Task material Block Start

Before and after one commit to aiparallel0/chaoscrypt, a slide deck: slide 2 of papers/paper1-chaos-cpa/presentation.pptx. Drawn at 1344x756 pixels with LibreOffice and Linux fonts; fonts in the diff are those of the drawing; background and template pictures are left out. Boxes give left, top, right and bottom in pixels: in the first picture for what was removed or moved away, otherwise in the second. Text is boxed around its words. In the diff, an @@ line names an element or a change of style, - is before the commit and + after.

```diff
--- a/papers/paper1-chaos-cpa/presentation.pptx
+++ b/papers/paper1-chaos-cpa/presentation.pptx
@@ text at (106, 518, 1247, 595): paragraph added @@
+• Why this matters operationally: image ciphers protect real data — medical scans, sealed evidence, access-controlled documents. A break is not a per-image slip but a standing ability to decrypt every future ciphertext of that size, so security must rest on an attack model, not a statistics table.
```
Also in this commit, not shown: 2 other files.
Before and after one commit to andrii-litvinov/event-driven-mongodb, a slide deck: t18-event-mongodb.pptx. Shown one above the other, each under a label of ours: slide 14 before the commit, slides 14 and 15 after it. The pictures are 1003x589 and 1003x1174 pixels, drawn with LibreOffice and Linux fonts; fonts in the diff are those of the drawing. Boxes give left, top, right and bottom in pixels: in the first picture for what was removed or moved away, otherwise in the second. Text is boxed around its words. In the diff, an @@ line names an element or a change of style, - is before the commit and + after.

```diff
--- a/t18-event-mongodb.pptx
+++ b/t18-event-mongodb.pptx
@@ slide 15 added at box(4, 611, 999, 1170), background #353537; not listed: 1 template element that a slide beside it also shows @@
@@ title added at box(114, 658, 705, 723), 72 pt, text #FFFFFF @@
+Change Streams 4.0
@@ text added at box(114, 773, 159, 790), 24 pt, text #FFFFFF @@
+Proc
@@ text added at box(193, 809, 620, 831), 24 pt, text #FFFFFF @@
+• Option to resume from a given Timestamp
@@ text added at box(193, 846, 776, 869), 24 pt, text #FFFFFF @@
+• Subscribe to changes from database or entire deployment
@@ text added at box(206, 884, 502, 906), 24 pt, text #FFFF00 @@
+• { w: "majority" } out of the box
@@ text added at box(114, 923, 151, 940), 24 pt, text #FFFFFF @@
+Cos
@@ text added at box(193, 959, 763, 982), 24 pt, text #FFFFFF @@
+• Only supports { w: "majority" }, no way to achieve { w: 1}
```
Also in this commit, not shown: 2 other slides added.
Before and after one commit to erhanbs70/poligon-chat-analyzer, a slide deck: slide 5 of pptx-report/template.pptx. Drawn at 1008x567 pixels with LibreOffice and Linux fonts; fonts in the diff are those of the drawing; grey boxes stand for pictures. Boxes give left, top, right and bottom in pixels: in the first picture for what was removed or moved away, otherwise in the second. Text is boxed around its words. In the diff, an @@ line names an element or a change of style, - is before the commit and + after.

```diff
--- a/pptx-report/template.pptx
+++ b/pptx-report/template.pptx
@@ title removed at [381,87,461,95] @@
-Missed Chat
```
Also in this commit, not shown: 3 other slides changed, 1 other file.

Task material Block End

> **Task item**
Show the lines above that have the word "report".

> **Written reply**
Before and after one commit to erhanbs70/poligon-chat-analyzer, a slide deck: slide 5 of pptx-report/template.pptx. Drawn at 1008x567 pixels with LibreOffice and Linux fonts; fonts in the diff are those of the drawing; grey boxes stand for pictures. Boxes give left, top, right and bottom in pixels: in the first picture for what was removed or moved away, otherwise in the second. Text is boxed around its words. In the diff, an @@ line names an element or a change of style, - is before the commit and + after.
--- a/pptx-report/template.pptx
+++ b/pptx-report/template.pptx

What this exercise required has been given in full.